The term "gene switch" refers to a reaction element associated with a promoter. In combination with a ligand-dependent transcription factor-based system, the ligand-dependent transcription factor-based system regulates genes associated with the response element and promoter in the presence of one or more ligands Performance. The phrase "polynucleotide encoding a gene switch" refers to a combination of a promoter-associated response element and a polynucleotide encoding a system based on a ligand-dependent transcription factor, which is based on a ligand-dependent transcription factor. The system can modulate the expression of genes associated with the response element and promoter in the presence of one or more ligands.

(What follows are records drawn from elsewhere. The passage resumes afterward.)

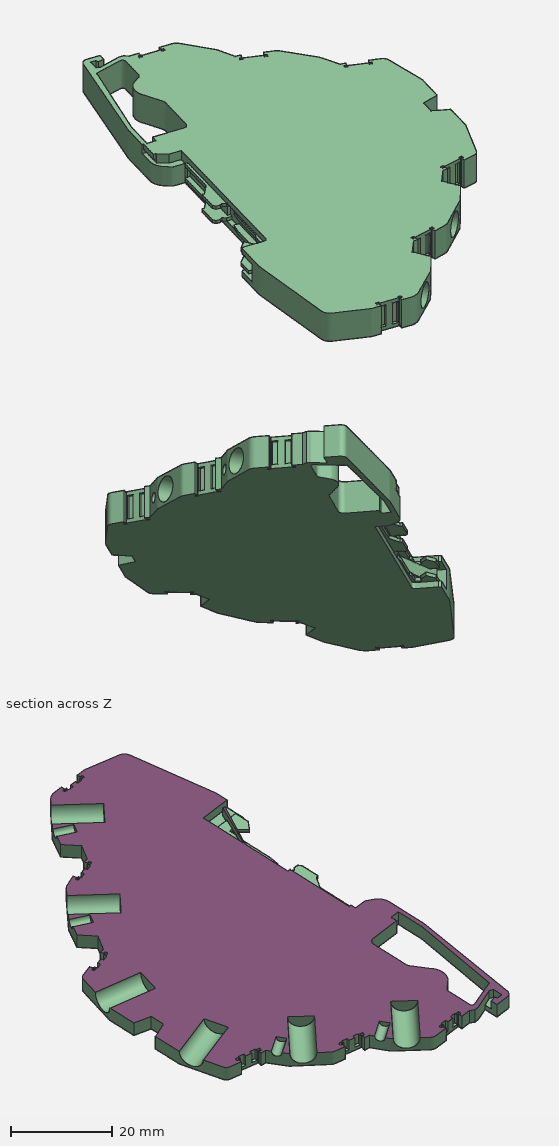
import cadquery as cq
import math

THICKNESS = 6.7
TOTAL_HEIGHT = 60.0
LEFT_END = -46.6
RIGHT_END = 59.4
MID_Z = THICKNESS / 2

HOUSING_BOTTOM = 12.6
HOUSING_LEFT = -43.8
TIER_DROP = 17.1
LEFT_TIER_RUN = 12.1
RIGHT_TIER_RUN = 19.9
RIGHT_TIER_OFFSET = RIGHT_TIER_RUN - LEFT_TIER_RUN
UPPER_FLAT_HALF = 9.3
UPPER_SHOULDER = (19.5, 57.2)
UPPER_LIP = (20.4, 54.0)
UPPER_FOOT = (21.6, 49.3)

GROOVE_LENGTH = 4.6
GROOVE_DEPTH = 1.0
GROOVE_TILT = 15
LOWER_GROOVE_MIDDLE = 17.1
MOUTH_CLEARANCE = 1.1
UNDERCUT_DEPTH = 1.4
UNDERCUT_OVERLAP = 0.1
UNDERCUT_WIDTH = 0.6
POCKET_INNER = 0.7
POCKET_OUTER = 1.9
POCKET_DEPTH = 1.6
POCKET_EDGE = 0.8

BORE_DIAMETER = 5.3
BORE_DEPTH = 10.6
TEST_DIAMETER = 2.1
TEST_DEPTH = 4.2
SIDE_BORE = (27.8, 43.8)
SIDE_BORE_ANGLE = 45
TEST_HOLE = (23.6, 47.1)
TEST_ANGLE = 60
UPPER_BORE = (11.9, 59.3)
UPPER_BORE_ANGLE = 75

RAIL_TOP = 5.8
RAIL_LEFT = -7.1
RAIL_RIGHT = 27.9
LOOP_RIGHT = -14.2
LOOP_WALL = 1.5
LATCH_POCKET_FLOOR = 1.3

FOOT_BOTTOM_Z = 1.3
FOOT_TOP_Z = 5.4
PLATE = 0.7
FOOT_LEFT = -5.9
FOOT_RIGHT = 32.5
FOOT_POCKET_TOP = 7.0
WEB_EDGE = 6.4
WEB_RIGHT = 10.0
PLATE_GAP_LEFT = 10.7
PLATE_GAP_RIGHT = 13.7
PLATE_RIGHT = 29.7
PLATE_EDGE = 5.2
TONGUE_START = (21.3, FOOT_POCKET_TOP)
TONGUE_END = (31.7, 1.7)
TONGUE_THICKNESS = 0.6

STEP_Z = 4.6
STEP_HEIGHT = 1.0
COVER_BOTTOM = 0.3
COVER_RIGHT = -10.1
COVER_TOE = (-10.5, 0)
COVER_RAIL_LEFT = -8.7
LEG_BEND_HEIGHT = 3.1


def prism(points, bottom=0.0, top=THICKNESS):
    """Straight-sided outline extruded between two Z levels."""
    return cq.Workplane("XY").workplane(offset=bottom).polyline(points).close().extrude(top - bottom)


def block(x0, x1, y0, y1, z0=0.0, z1=THICKNESS):
    return prism([(x0, y0), (x1, y0), (x1, y1), (x0, y1)], z0, z1)


def mirrored(points):
    return [(-x, y) for x, y in points]


def rounded(solid, corners):
    """Round the full-height edges standing at the given (position, radius) corners."""
    for (x, y), radius in corners:
        edge = cq.selectors.NearestToPointSelector((x, y, MID_Z))
        solid = solid.edges("|Z").edges(edge).fillet(radius)
    return solid


def shifted(points, dx, dy):
    return [(x + dx, y + dy) for x, y in points]


upper_end = [
    (UPPER_FLAT_HALF, TOTAL_HEIGHT),
    UPPER_SHOULDER,
    UPPER_LIP,
    UPPER_FOOT,
]
left_shoulder = (-31.9, 39.5)
right_shoulder = (39.3, 40.0)
lower_left_shoulder = (HOUSING_LEFT, 23.0)
lower_right_shoulder = (RIGHT_END, 22.7)
right_valley = [(21.7, 48.3), (25.0, 46.3), (28.3, 48.9), (32.9, 46.3)]
left_step = [(-21.7, 48.2), (-25.9, 45.8), left_shoulder, (-32.5, 37.1), (-33.8, 32.3)]
right_step = right_valley + [right_shoulder, (40.3, 37.1), (41.5, 32.3)]
left_lower = [(-33.9, 31.2), (-37.7, 29.0), lower_left_shoulder, (HOUSING_LEFT, HOUSING_BOTTOM)]
right_lower = shifted(right_valley, RIGHT_TIER_RUN, -TIER_DROP) + [
    lower_right_shoulder,
    (RIGHT_END, HOUSING_BOTTOM),
]
left_side = mirrored(upper_end) + left_step + left_lower
right_side = upper_end + right_step + right_lower
housing = rounded(
    prism(left_side + right_side[::-1]),
    [
        (mirrored([UPPER_SHOULDER])[0], 1.5),
        (UPPER_SHOULDER, 1.5),
        (left_shoulder, 1.6),
        (right_shoulder, 1.6),
        (lower_left_shoulder, 2.1),
        (lower_right_shoulder, 3.1),
    ],
)

notch = prism([(-2.9, TOTAL_HEIGHT), (-1.6, 56.3), (1.6, 56.3), (2.9, TOTAL_HEIGHT)])
housing = housing.cut(notch)


def groove_cutter():
    """Groove opening toward -X, its mouth centred on the origin."""
    half = GROOVE_LENGTH / 2
    cutter = block(-MOUTH_CLEARANCE, GROOVE_DEPTH, -half, half)
    for side in (-1, 1):
        undercut_middle = side * (half + UNDERCUT_WIDTH / 2 - UNDERCUT_OVERLAP)
        undercut = block(
            GROOVE_DEPTH - UNDERCUT_OVERLAP,
            UNDERCUT_DEPTH,
            undercut_middle - UNDERCUT_WIDTH / 2,
            undercut_middle + UNDERCUT_WIDTH / 2,
        )
        pocket = block(
            0,
            POCKET_DEPTH,
            min(side * POCKET_INNER, side * POCKET_OUTER),
            max(side * POCKET_INNER, side * POCKET_OUTER),
            POCKET_EDGE,
            THICKNESS - POCKET_EDGE,
        )
        cutter = cutter.union(undercut).union(pocket)
    return cutter


left_groove = groove_cutter()
tilted_groove = left_groove.rotate((0, 0, 0), (0, 0, 1), -GROOVE_TILT)
upper_middle = (-(UPPER_LIP[0] + UPPER_FOOT[0]) / 2, (UPPER_LIP[1] + UPPER_FOOT[1]) / 2)
left_cutters = [
    (tilted_groove, upper_middle, 0),
    (tilted_groove, (upper_middle[0] - LEFT_TIER_RUN, upper_middle[1] - TIER_DROP), RIGHT_TIER_OFFSET),
    (left_groove, (HOUSING_LEFT, LOWER_GROOVE_MIDDLE), RIGHT_END + HOUSING_LEFT),
]
for cutter, (x, y), right_offset in left_cutters:
    left = cutter.translate((x, y, 0))
    right = left.mirror("YZ").translate((right_offset, 0, 0))
    housing = housing.cut(left).cut(right)


def bore(position, angle, diameter, depth, side):
    """Blind hole centred in the thickness; angle is the slope of its axis, side is -1 left or 1 right."""
    outward = cq.Vector(side * math.cos(math.radians(angle)), math.sin(math.radians(angle)), 0)
    centre = cq.Vector(position[0], position[1], MID_Z)
    start = centre + outward * MOUTH_CLEARANCE
    return cq.Workplane(cq.Solid.makeCylinder(diameter / 2, depth + MOUTH_CLEARANCE, start, outward * -1))


for side in (-1, 1):
    upper_entry = (side * UPPER_BORE[0], UPPER_BORE[1])
    housing = housing.cut(bore(upper_entry, UPPER_BORE_ANGLE, BORE_DIAMETER, BORE_DEPTH, side))
    for tier in (0, 1):
        run = tier * LEFT_TIER_RUN
        offset = (tier + 1) * RIGHT_TIER_OFFSET if side > 0 else 0
        drop = tier * TIER_DROP
        entry = (side * (SIDE_BORE[0] + run) + offset, SIDE_BORE[1] - drop)
        test = (side * (TEST_HOLE[0] + run) + offset, TEST_HOLE[1] - drop)
        housing = housing.cut(bore(entry, SIDE_BORE_ANGLE, BORE_DIAMETER, BORE_DEPTH, side))
        housing = housing.cut(bore(test, TEST_ANGLE, TEST_DIAMETER, TEST_DEPTH, side))

latch_corner = (LEFT_END, 3.4)
loop_bend = (-20.1, 0)
toe = (-9.1, 0)
toe_top = (RAIL_LEFT, LEG_BEND_HEIGHT)
rail_corner = (RAIL_RIGHT, RAIL_TOP)
heel = (35.6, 0)
nose = (56.8, 3.6)
base = prism([
    (HOUSING_LEFT, HOUSING_BOTTOM),
    (-44.4, 11.7),
    (-44.4, 10.7),
    (-43.5, 7.6),
    (LEFT_END, 7.6),
    latch_corner,
    loop_bend,
    toe,
    toe_top,
    (RAIL_LEFT, RAIL_TOP),
    rail_corner,
    (RAIL_RIGHT, 0.5),
    (28.2, 0),
    heel,
    nose,
    (RIGHT_END, HOUSING_BOTTOM),
])
base = rounded(
    base,
    [
        (latch_corner, 1.4),
        (loop_bend, 5.3),
        (toe, 3.4),
        (toe_top, 1.2),
        (rail_corner, 0.6),
        (heel, 6.0),
        (nose, 2.1),
    ],
)

window_top = HOUSING_BOTTOM - LOOP_WALL
window_corner = (-43.4, window_top)
bump_left = (-36.5, window_top)
bump_right = (-25.9, window_top)
bar_x = LOOP_RIGHT - LOOP_WALL
bar_tip = 3.1
strip_top = 1.1
window = (
    cq.Workplane("XY")
    .moveTo(*window_corner)
    .lineTo(-41.2, 4.0)
    .lineTo(-20.6, strip_top)
    .lineTo(LOOP_RIGHT, strip_top)
    .lineTo(LOOP_RIGHT, bar_tip)
    .lineTo(bar_x, bar_tip)
    .lineTo(bar_x, window_top)
    .lineTo(*bump_right)
    .lineTo(-29.7, 8.8)
    .threePointArc((-32.2, 7.8), (-34.6, 8.7))
    .lineTo(*bump_left)
    .close()
    .extrude(THICKNESS)
)
window = rounded(
    window,
    [
        (window_corner, 0.6),
        ((bar_x, window_top), 1.2),
        (bump_right, 1.6),
        (bump_left, 1.1),
    ],
)
latch_pocket = prism(
    [(-45.0, 7.6), (-44.7, 6.3), (-45.4, 6.0), (-45.4, 4.9), (-43.1, 4.9), (-42.8, 5.7), (-43.5, 7.6)],
    LATCH_POCKET_FLOOR,
)
base = base.cut(window).cut(latch_pocket)

leg_step = block(LOOP_RIGHT, RAIL_LEFT, 0, STEP_HEIGHT, STEP_Z)
leg_slot = prism(
    [
        COVER_TOE,
        (COVER_RAIL_LEFT, LEG_BEND_HEIGHT),
        (COVER_RAIL_LEFT, RAIL_TOP),
        (RAIL_LEFT, RAIL_TOP),
        (RAIL_LEFT, 0),
    ],
    STEP_Z,
)
cover = block(LOOP_RIGHT, COVER_RIGHT, COVER_BOTTOM, STEP_HEIGHT, FOOT_TOP_Z)
base = base.cut(leg_step).cut(leg_slot).union(cover)

foot_pocket = block(FOOT_LEFT, FOOT_RIGHT, 0, FOOT_POCKET_TOP, FOOT_BOTTOM_Z, FOOT_TOP_Z)
base = base.cut(foot_pocket)

left_plate = [
    (FOOT_LEFT, FOOT_POCKET_TOP),
    (FOOT_LEFT, PLATE_EDGE),
    (3.0, PLATE_EDGE),
    (5.5, 3.5),
    (5.5, 3.0),
    (10.0, 3.0),
    (10.6, 3.5),
    (10.6, 4.5),
    (10.2, 5.0),
    (PLATE_GAP_LEFT, 5.7),
    (PLATE_GAP_LEFT, FOOT_POCKET_TOP),
]
right_plate = [
    (PLATE_GAP_RIGHT, FOOT_POCKET_TOP),
    (PLATE_GAP_RIGHT, RAIL_TOP),
    (16.1, 5.5),
    (23.4, 5.5),
    (24.4, PLATE_EDGE),
    (27.1, PLATE_EDGE),
    (27.1, 3.8),
    (26.2, 3.8),
    (24.5, 2.3),
    (26.3, 0.7),
    (PLATE_RIGHT, 0.7),
    (PLATE_RIGHT, FOOT_POCKET_TOP),
]
for plate_bottom in (FOOT_BOTTOM_Z, FOOT_TOP_Z - PLATE):
    for outline in (left_plate, right_plate):
        base = base.union(prism(outline, plate_bottom, plate_bottom + PLATE))

web = block(FOOT_LEFT, WEB_RIGHT, WEB_EDGE, FOOT_POCKET_TOP, FOOT_BOTTOM_Z, FOOT_TOP_Z)

tongue_outline = [
    TONGUE_START,
    TONGUE_END,
    (TONGUE_END[0], TONGUE_END[1] + TONGUE_THICKNESS),
    (TONGUE_START[0] + TONGUE_THICKNESS, TONGUE_START[1]),
]
tongue = prism(tongue_outline, FOOT_BOTTOM_Z + PLATE, FOOT_TOP_Z - PLATE)
beyond_plates = block(PLATE_RIGHT, FOOT_RIGHT, 0, FOOT_POCKET_TOP)
tongue_end = prism(tongue_outline, FOOT_BOTTOM_Z, FOOT_TOP_Z).intersect(beyond_plates)
base = base.union(web).union(tongue).union(tongue_end)

result = housing.union(base)

The terms "IL-12 activity" and "IL-12 biological activity" refer to any well-known IL-12 biological activity, and include, without limitation, stimulating the differentiation of primary T cells into Th1 cells, stimulating the growth and function of T cells, and stimulation from Production of interferon-γ (IFN-γ) and tumor necrosis factor-α (TNF-α) by T cells and natural killer (NK) cells, stimulation of IL-4-mediated reduction of IFN-γ inhibition, stimulation of NK Enhancement of cytotoxic activity of cells and CD8 ⁺ cytotoxic T lymphocytes, stimulation of the expression of IL-12R-β1 and IL-12R-β2, promotion of tumor antigen expression by up-regulation of MHC I and II molecules, and stimulation Angiogenic activity. Exemplary IL-12 activity assays include the Gamma Interferon Induction Assay (see Example 3 and U.S. Patent 5,457,038). Other assays are known in the art, such as, but not limited to, NK Cell Spontaneous Cytotoxicity Assay, ADCC analysis, Co-Mitogenic Effect Assay, and GM-CSF Induction analysis (e.g., as disclosed in Example 8 of U.S. Patent 5,457,038, incorporated herein by reference).

In a preferred embodiment, the scIL-12 polypeptide of the present invention is protected. Leave at least one IL-12 biological activity. In certain embodiments, the scIL-12 polypeptides of the invention retain more than one IL-12 biological activity. In certain embodiments, a scIL-12 polypeptide of the invention retains at least one, at least two, at least three, at least four, at least five, or at least six of the above-cited IL-12 biological activities. In certain embodiments, the IL-12 biological activity of the scIL-12 polypeptide of the invention is compared to the heterodimeric p35/p40 (wild type) form of IL-12 (analytical alignment). In certain embodiments, the scIL-12 polypeptide of the invention retains at least about 50%, at least about 75%, at least about 85%, compared to the heterodimeric p35/p40 (wild-type) form of IL-12, At least about 90%, at least about 100%, at least about 50%, at least about 75%, at least about 85%, at least about 90%, at least about 100%, or more of IL-12 biological activity.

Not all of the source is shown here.